* [Your task]:
Exactly as written, please set down all of the entries again, with no pictures.

* [Collection entries]:
+===+

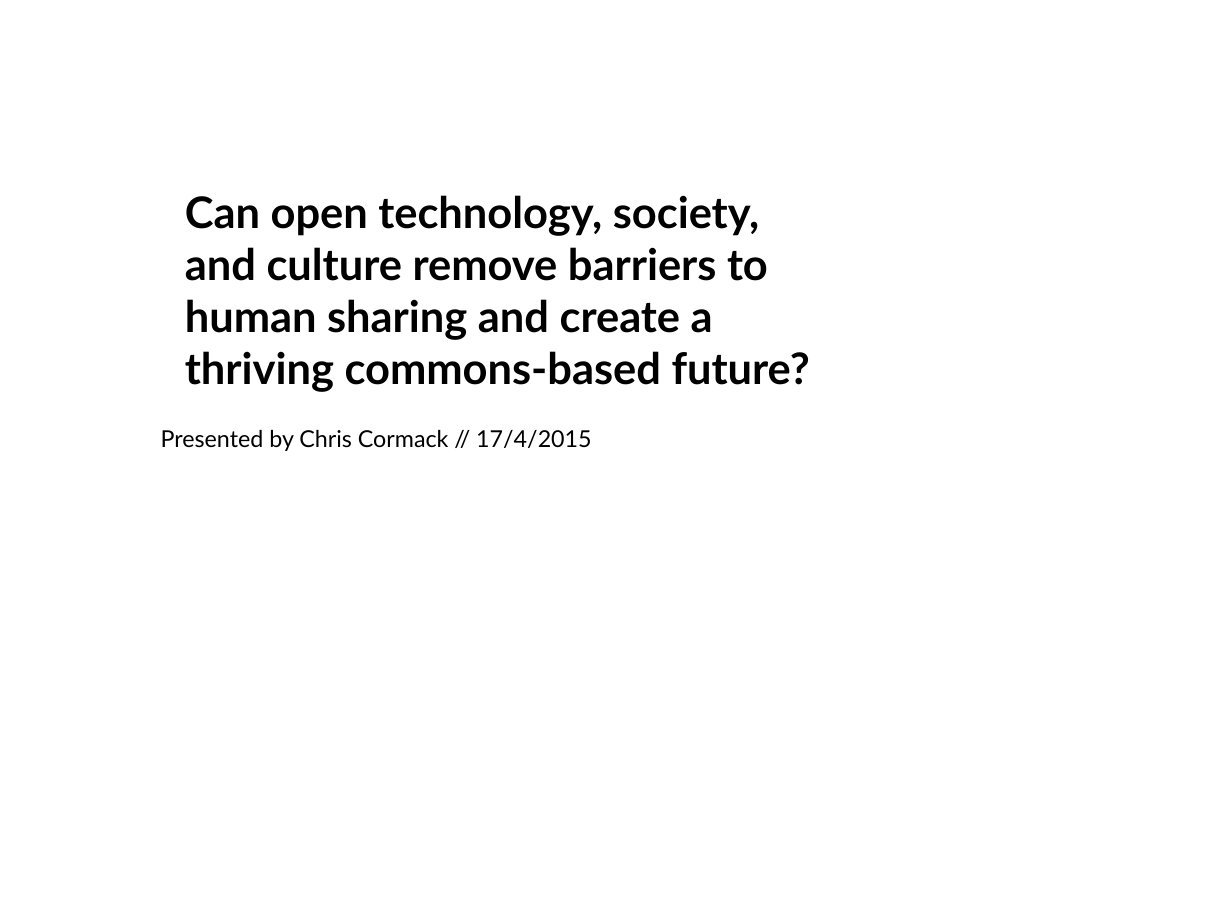
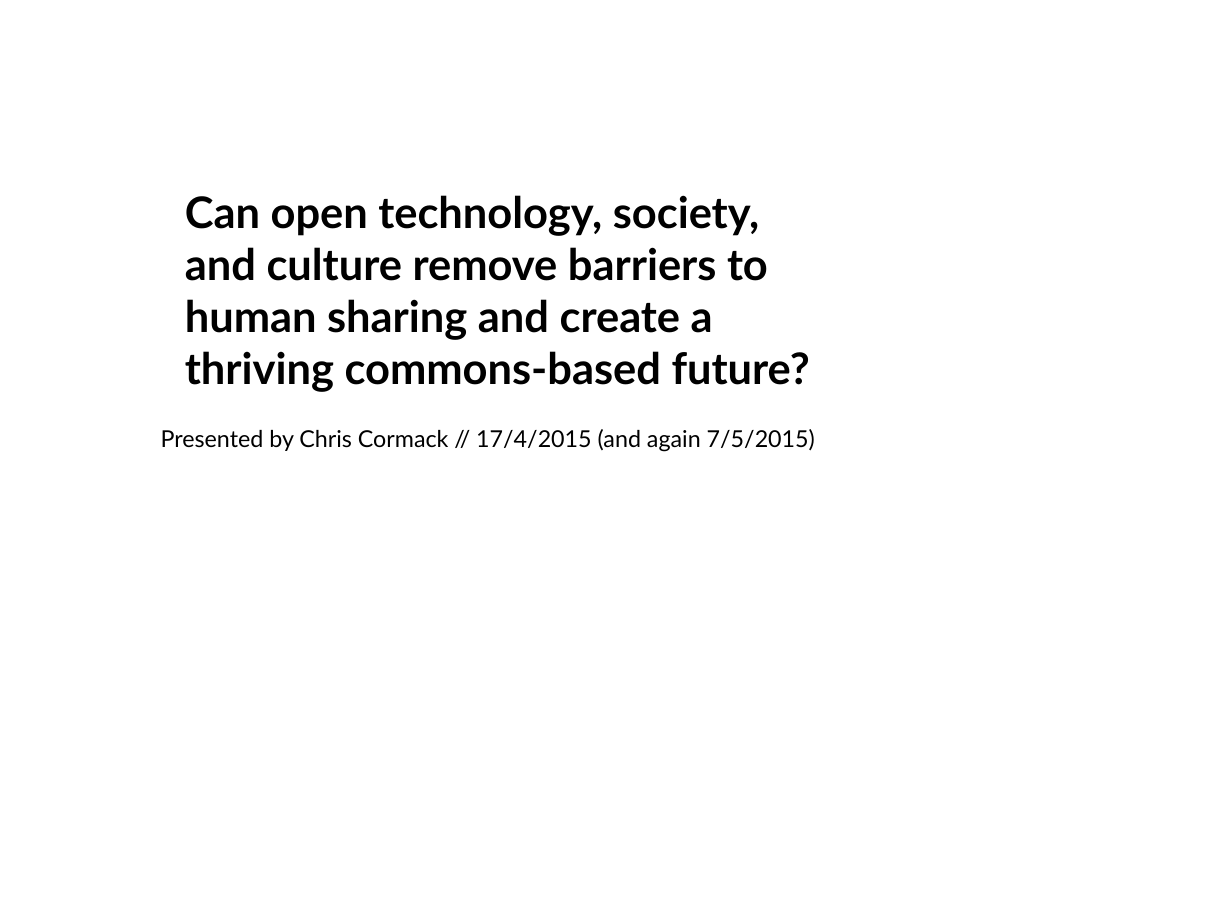
Before and after one commit to ranginui/presentation, a slide deck: slide 1 of opensource_opensociety/osos commons.odp. Drawn at 1232x924 pixels with LibreOffice and Linux fonts; fonts in the diff are those of the drawing; background and template pictures are left out. Boxes give left, top, right and bottom in pixels: in the first picture for what was removed or moved away, otherwise in the second. Text is boxed around its words. In the diff, an @@ line names an element or a change of style, - is before the commit and + after.

```diff
--- a/opensource_opensociety/osos commons.odp
+++ b/opensource_opensociety/osos commons.odp
@@ text at (161,429,815,452): text changed @@
-Presented by Chris Cormack // 17/4/2015
+Presented by Chris Cormack // 17/4/2015 (and again 7/5/2015)
```
Also in this commit, not shown: 1 other file.

+===+

* [Exercise result]:
Before and after one commit to ranginui/presentation, a slide deck: slide 1 of opensource_opensociety/osos commons.odp. Drawn at 1232x924 pixels with LibreOffice and Linux fonts; fonts in the diff are those of the drawing; background and template pictures are left out. Boxes give left, top, right and bottom in pixels: in the first picture for what was removed or moved away, otherwise in the second. Text is boxed around its words. In the diff, an @@ line names an element or a change of style, - is before the commit and + after.

```diff
--- a/opensource_opensociety/osos commons.odp
+++ b/opensource_opensociety/osos commons.odp
@@ text at (161,429,815,452): text changed @@
-Presented by Chris Cormack // 17/4/2015
+Presented by Chris Cormack // 17/4/2015 (and again 7/5/2015)
```
Also in this commit, not shown: 1 other file.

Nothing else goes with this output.